For the "Fire" sequence, Godley and Creme used a noise gate, triggered by the sound of multitracked voices, that created the voice of a raging bushfire. During the recording of this segment, each time the voice signal began, it triggered the noise gate to open up another channel, which carried a pre-recorded loop of a crackling sound (created by overdubbing the sound of Bubble Wrap being popped in front of a microphone). The combined voices and crackling created an eerie and quite convincing talking fire effect.

"One thing I did that I think gave the album a certain sound was I Kepexed everything," said Alan Parsons, engineer on Pink Floyd's The Dark Side of the Moon. "Kepexes were very early noise gates, and we Kepexed not only going from the first sixteen-track to the second, but also on the mix. They were quite revolutionary at the time and they had a very individual sound. It was very effective on the heartbeats. That was a kick drum, and you hear the noise being modulated by a noise gate, which is an integral part of that sound."

===Multi-latch gating===
The invention of a technique, called multi-latch gating by Jay Hodgson, common in classical music recordings for years, is often credited to producer Tony Visconti, whose use on David Bowie's "Heroes" may have been the first in rock. Visconti recorded Bowie's vocals in a large space using three microphones placed 9 inches (23 cm), 20 feet (6.1 m), and 50 feet (15.2 m) away, respectively. A different gate was applied to each microphone so that the farther microphone was triggered only when Bowie reached the appropriate volume, and each microphone was muted as the next one was triggered.

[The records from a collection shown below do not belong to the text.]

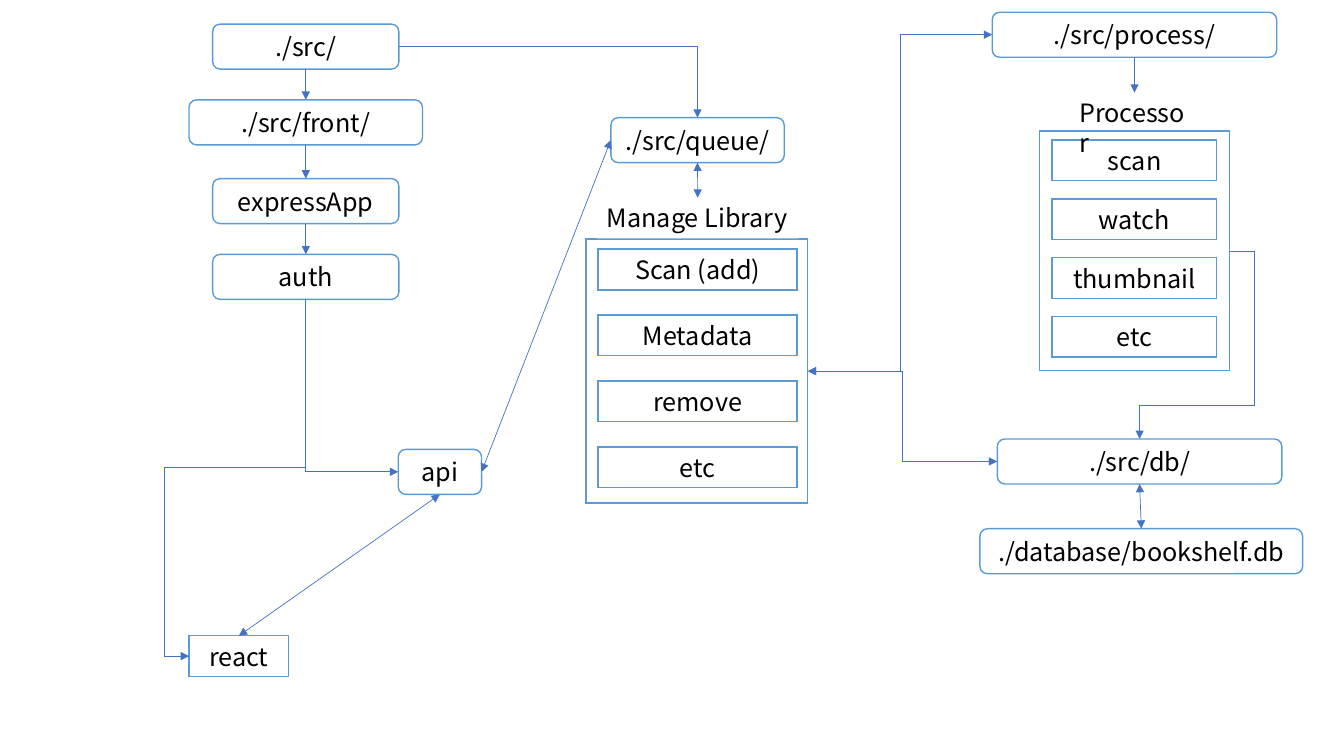
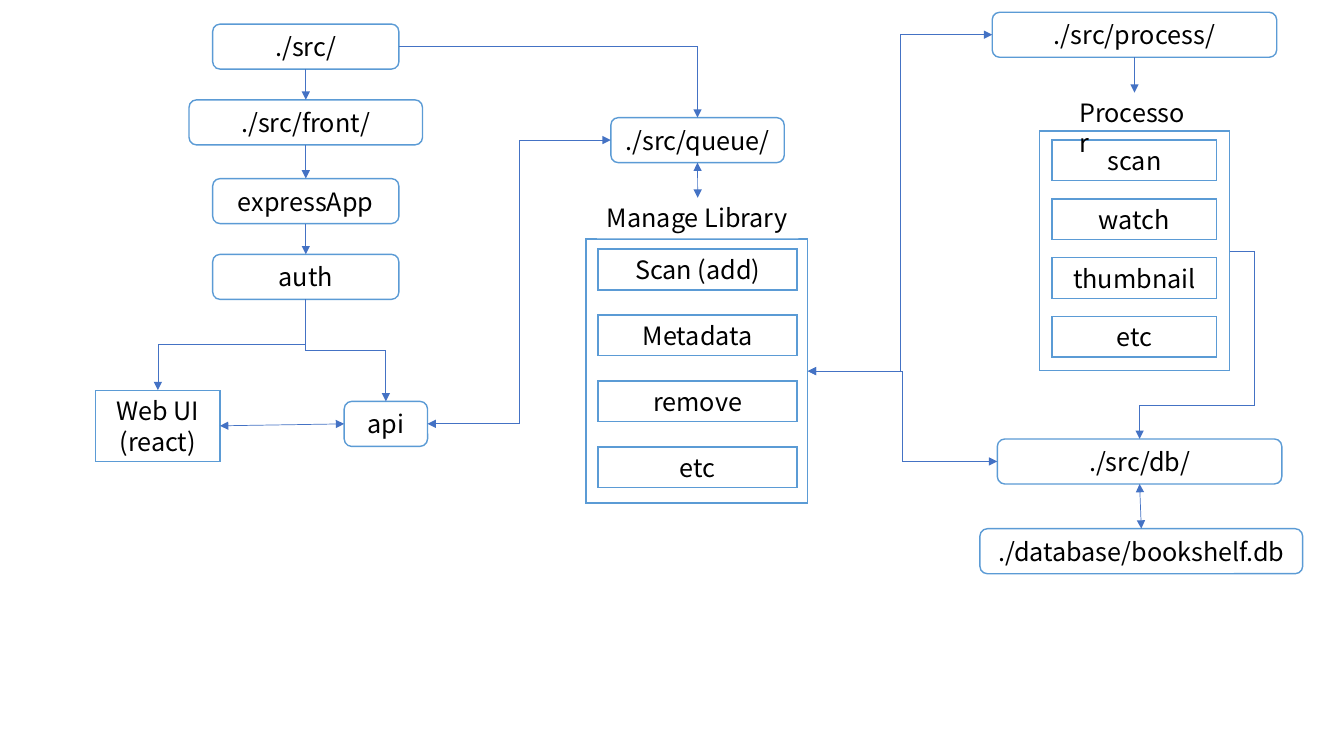
Before and after one commit to drowsy-probius/bookshelf, a slide deck: slide 2 of bookshelf.index.pptx. Drawn at 1344x756 pixels with LibreOffice and Linux fonts; fonts in the diff are those of the drawing. Boxes give left, top, right and bottom in pixels: in the first picture for what was removed or moved away, otherwise in the second. Text is boxed around its words. In the diff, an @@ line names an element or a change of style, - is before the commit and + after.

```diff
--- a/bookshelf.index.pptx
+++ b/bookshelf.index.pptx
@@ elbow double arrow added from (427, 424) to (611, 140), #4472C4 0.5 pt @@
@@ double arrow removed from (482, 472) to (611, 140) @@
@@ elbow arrow added from (306, 299) to (158, 390), #4472C4 0.5 pt @@
@@ elbow arrow removed from (306, 299) to (190, 656) @@
@@ elbow arrow moved from (306, 299) - (398, 472) to (306, 299) - (386, 401) @@
@@ rectangle "Web UI" resized from (x1=190, y1=636, x2=289, y2=677) to (x1=96, y1=390, x2=220, y2=462) @@
@@ text in rectangle at (x1=116, y1=400, x2=200, y2=456): text changed @@
-react
+Web UI
+(react)
@@ rounded rectangle "api" moved from (x1=398, y1=450, x2=482, y2=495) to (x1=344, y1=401, x2=427, y2=447) @@
@@ double arrow added from (220, 425) to (344, 424), #4472C4 0.5 pt @@
@@ double arrow removed from (239, 636) to (440, 494) @@
```
Also in this commit, not shown: 1 other slide changed, 20 other files.
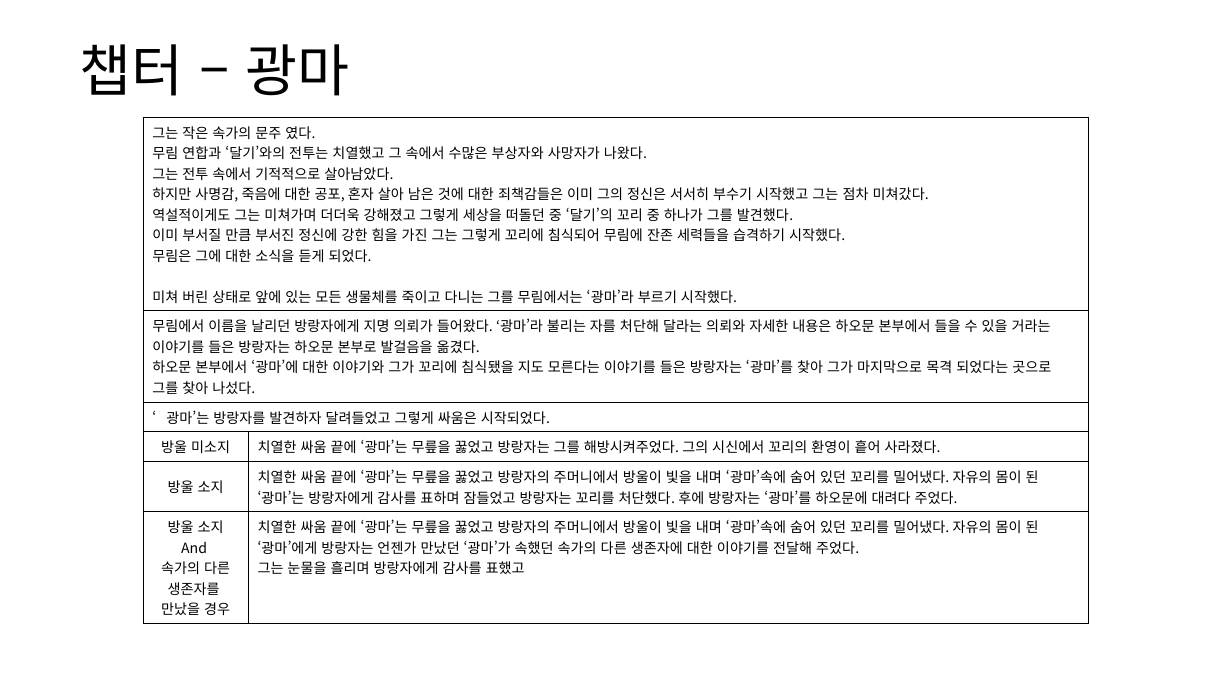
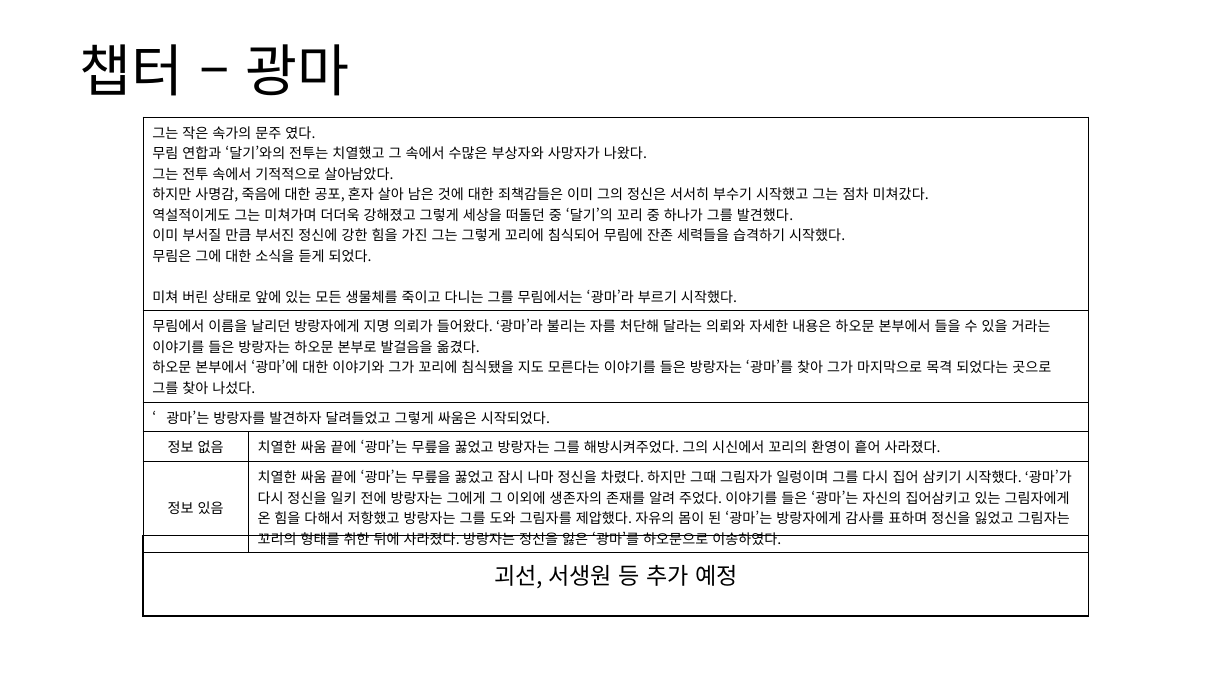
Before and after one commit to yjk0401/unityenginebasic_9th, a slide deck: slide 10 of 기획/퀘스트(메인) 기획서.pptx. Drawn at 1232x693 pixels with LibreOffice and Linux fonts; fonts in the diff are those of the drawing. Boxes give left, top, right and bottom in pixels: in the first picture for what was removed or moved away, otherwise in the second. Text is boxed around its words. In the diff, an @@ line names an element or a change of style, - is before the commit and + after.

```diff
--- a/기획/퀘스트(메인) 기획서.pptx
+++ b/기획/퀘스트(메인) 기획서.pptx
@@ table at (143,117,1090,549) @@
-row 4: 방울 미소지 | 치열한 싸움 끝에 ‘광마’는 무릎을 꿇었고 방랑자는 그를 해방시켜주었다. 그의 시신에서 꼬리의 환영이 흩어 사라졌다.
-row 5: 방울 소지 | 치열한 싸움 끝에 ‘광마’는 무릎을 꿇었고 방랑자의 주머니에서 방울이 빛을 내며 ‘광마’속에 숨어 있던 꼬리를 밀어냈다. 자유의 몸이 된 ‘광마’는 방랑자에게 감사를 표하며 잠들었고 방랑자는 꼬리를 처단했다. 후에 방랑자는 ‘광마’를 하오문에 대려다 주었다.
-row 6: 방울 소지 / And / 속가의 다른 생존자를 / 만났을 경우 | 치열한 싸움 끝에 ‘광마’는 무릎을 꿇었고 방랑자의 주머니에서 방울이 빛을 내며 ‘광마’속에 숨어 있던 꼬리를 밀어냈다. 자유의 몸이 된 ‘광마’에게 방랑자는 언젠가 만났던 ‘광마’가 속했던 속가의 다른 생존자에 대한 이야기를 전달해 주었다. / 그는 눈물을 흘리며 방랑자에게 감사를 표했고
+row 4: 정보 없음 | 치열한 싸움 끝에 ‘광마’는 무릎을 꿇었고 방랑자는 그를 해방시켜주었다. 그의 시신에서 꼬리의 환영이 흩어 사라졌다.
+row 5: 정보 있음 | 치열한 싸움 끝에 ‘광마’는 무릎을 꿇었고 잠시 나마 정신을 차렸다. 하지만 그때 그림자가 일렁이며 그를 다시 집어 삼키기 시작했다. ‘광마’가 다시 정신을 일키 전에 방랑자는 그에게 그 이외에 생존자의 존재를 알려 주었다. 이야기를 들은 ‘광마’는 자신의 집어삼키고 있는 그림자에게 온 힘을 다해서 저항했고 방랑자는 그를 도와 그림자를 제압했다. 자유의 몸이 된 ‘광마’는 방랑자에게 감사를 표하며 정신을 잃었고 그림자는 꼬리의 형태를 취한 뒤에 사라졌다. 방랑자는 정신을 잃은 ‘광마’를 하오문으로 이송하였다.
@@ rectangle added at (143,535,1090,616), outline #000000 1 pt, 18 pt, text #000000 @@
+괴선, 서생원 등 추가 예정
```
Also in this commit, not shown: 15 other slides changed, 3 slides removed, 3 other files.

"Bowie's performance thus grows in intensity precisely as ever more ambience infuses his delivery until, by the final verse, he has to shout just to be heard....The more Bowie shouts to be heard, in fact, the further back in the mix Visconti's multi-latch system pushes his vocal tracks [dry audio being perceived as front and ambience pushing audio back in the mix], creating a stark metaphor for the situation of Bowie's doomed lovers shouting their love for one another over the Berlin wall."

===Trance gating===

Envelope following (also called trance gating because of its prevalence in trance music) is the use of a gate on a track additional to the one it attenuates, so called because the latter's amplitude profile will then match or closely follow that of the first. Envelope following may be used to create syncopated rhythms or to tighten sloppy performances. For example, a synth pad may play whole notes while keyed to a guitar or percussion part. Examples include DJ Nexus's "Journey into Trance" (1:11), Chic's "Everybody Dance", and Diana Ross's "Upside Down".

==Sound reinforcement==
Noise gates play an important role in drum mic'ing in heavy metal shows. The drum and cymbal mic channels will typically have noise gates so that the mics will only be turned on when the specific drum or cymbal is being played. This dramatically reduces "bleeding" between the drum mics. This is used to reduce audio feedback triggered by other highly amplified sounds onstage.